Source material ->

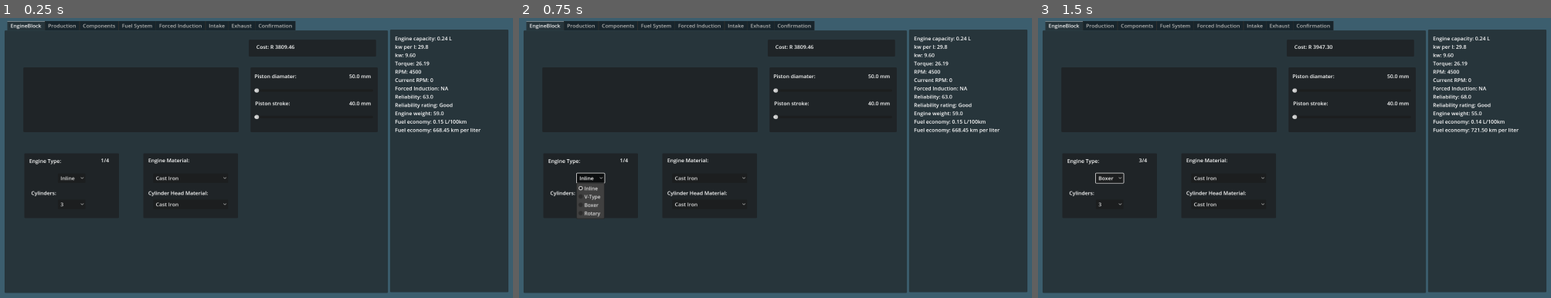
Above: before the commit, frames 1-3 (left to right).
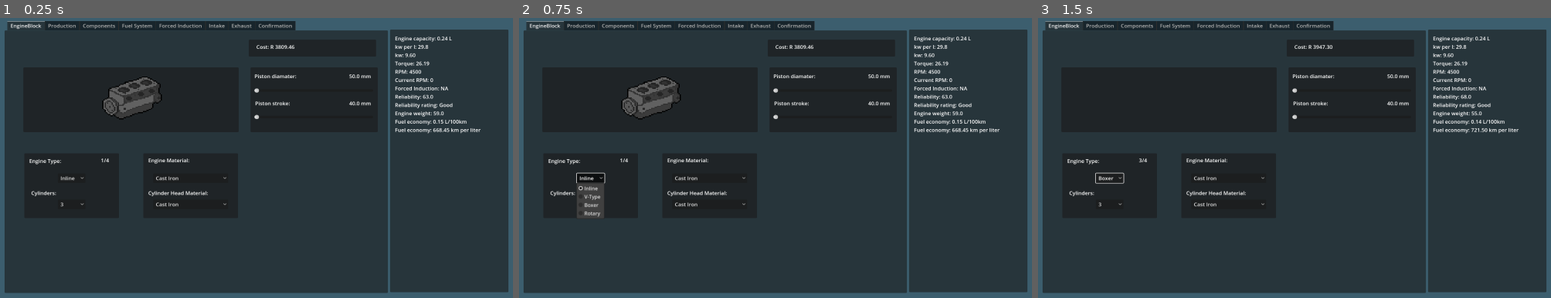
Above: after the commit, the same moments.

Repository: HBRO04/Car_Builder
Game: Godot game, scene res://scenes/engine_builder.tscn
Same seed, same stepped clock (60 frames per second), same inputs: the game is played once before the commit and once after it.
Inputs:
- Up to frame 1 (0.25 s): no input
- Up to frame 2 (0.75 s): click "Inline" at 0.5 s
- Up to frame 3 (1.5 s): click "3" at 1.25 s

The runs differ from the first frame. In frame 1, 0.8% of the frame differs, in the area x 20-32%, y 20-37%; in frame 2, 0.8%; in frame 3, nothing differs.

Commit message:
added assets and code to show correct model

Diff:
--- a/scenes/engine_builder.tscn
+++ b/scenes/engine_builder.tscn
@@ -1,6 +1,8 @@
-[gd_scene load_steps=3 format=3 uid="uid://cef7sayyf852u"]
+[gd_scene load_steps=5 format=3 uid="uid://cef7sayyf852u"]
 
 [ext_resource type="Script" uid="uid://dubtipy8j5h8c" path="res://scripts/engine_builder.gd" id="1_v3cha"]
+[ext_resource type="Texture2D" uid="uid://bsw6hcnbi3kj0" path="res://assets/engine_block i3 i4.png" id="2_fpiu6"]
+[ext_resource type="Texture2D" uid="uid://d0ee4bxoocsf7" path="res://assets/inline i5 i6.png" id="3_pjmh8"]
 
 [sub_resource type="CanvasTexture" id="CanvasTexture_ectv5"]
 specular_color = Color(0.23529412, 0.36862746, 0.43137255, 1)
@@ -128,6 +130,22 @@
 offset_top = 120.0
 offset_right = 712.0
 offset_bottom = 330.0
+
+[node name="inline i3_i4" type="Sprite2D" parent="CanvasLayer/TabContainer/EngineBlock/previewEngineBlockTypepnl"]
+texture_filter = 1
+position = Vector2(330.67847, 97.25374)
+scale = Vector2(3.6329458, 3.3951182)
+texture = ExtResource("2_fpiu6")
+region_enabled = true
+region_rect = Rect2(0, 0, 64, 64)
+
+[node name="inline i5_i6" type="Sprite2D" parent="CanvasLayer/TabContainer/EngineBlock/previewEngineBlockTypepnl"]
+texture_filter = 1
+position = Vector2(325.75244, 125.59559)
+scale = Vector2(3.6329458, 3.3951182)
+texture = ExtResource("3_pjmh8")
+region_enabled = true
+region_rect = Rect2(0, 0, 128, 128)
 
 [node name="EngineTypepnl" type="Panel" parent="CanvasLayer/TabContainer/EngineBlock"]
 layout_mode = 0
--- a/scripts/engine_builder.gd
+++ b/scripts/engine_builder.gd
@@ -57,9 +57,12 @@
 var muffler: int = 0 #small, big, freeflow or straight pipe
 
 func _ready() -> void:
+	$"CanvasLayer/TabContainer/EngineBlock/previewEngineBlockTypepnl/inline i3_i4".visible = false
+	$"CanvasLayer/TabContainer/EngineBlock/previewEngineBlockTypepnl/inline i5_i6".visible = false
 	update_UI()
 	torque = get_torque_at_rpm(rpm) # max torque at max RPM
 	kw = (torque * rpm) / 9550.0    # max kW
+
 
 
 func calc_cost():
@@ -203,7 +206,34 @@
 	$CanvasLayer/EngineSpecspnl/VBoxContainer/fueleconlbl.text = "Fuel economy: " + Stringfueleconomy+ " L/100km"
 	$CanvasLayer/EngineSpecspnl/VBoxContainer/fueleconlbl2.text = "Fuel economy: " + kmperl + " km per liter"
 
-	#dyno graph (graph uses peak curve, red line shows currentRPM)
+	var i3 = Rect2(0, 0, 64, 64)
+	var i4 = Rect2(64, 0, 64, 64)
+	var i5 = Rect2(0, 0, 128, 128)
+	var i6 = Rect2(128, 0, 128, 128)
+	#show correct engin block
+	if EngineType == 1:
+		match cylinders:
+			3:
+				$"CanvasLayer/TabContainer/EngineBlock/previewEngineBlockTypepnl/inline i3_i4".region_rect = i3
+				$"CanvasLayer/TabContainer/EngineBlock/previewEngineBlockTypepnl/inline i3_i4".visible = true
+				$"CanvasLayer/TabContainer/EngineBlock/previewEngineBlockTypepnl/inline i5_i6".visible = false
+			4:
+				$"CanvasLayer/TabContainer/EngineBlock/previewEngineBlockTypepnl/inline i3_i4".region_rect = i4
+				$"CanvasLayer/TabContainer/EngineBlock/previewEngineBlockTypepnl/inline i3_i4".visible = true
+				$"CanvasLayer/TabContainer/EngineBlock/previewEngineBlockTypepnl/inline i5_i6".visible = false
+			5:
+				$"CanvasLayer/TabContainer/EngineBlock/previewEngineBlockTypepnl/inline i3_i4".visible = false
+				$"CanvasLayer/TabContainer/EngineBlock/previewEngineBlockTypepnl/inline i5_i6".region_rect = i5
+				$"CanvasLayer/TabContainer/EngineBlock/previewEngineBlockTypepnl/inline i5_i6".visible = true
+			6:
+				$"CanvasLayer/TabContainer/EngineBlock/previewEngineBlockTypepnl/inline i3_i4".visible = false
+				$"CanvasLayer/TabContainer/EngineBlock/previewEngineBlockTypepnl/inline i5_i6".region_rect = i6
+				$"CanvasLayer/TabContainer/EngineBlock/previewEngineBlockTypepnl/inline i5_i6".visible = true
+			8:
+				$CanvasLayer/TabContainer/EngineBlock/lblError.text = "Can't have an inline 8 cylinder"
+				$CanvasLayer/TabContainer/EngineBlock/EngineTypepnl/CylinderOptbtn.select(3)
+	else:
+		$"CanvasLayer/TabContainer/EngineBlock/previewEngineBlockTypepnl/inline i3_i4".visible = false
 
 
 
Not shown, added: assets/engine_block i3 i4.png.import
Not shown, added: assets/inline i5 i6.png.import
--
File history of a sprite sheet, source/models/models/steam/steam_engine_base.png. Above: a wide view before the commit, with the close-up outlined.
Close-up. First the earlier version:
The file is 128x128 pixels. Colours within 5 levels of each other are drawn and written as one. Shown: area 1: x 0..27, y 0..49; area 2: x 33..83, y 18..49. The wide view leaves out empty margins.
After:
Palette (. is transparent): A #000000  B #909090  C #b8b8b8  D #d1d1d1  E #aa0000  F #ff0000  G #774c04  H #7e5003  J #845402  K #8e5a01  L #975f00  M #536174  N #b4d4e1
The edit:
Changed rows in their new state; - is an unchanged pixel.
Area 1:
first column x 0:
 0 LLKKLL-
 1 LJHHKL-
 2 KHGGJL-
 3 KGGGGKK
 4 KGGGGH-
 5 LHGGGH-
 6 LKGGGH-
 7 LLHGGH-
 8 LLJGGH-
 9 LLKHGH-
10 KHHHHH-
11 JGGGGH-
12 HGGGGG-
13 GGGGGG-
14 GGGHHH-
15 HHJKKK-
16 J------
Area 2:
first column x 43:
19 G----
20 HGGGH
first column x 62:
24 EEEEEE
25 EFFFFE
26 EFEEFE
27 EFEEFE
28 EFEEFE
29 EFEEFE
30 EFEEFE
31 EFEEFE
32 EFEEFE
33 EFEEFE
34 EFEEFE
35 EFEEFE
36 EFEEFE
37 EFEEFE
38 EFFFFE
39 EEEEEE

The problem ->
Once you have located every line with the word "position" in the material above, list those lines.

Result of this task ->
+position = Vector2(330.67847, 97.25374)
+position = Vector2(325.75244, 125.59559)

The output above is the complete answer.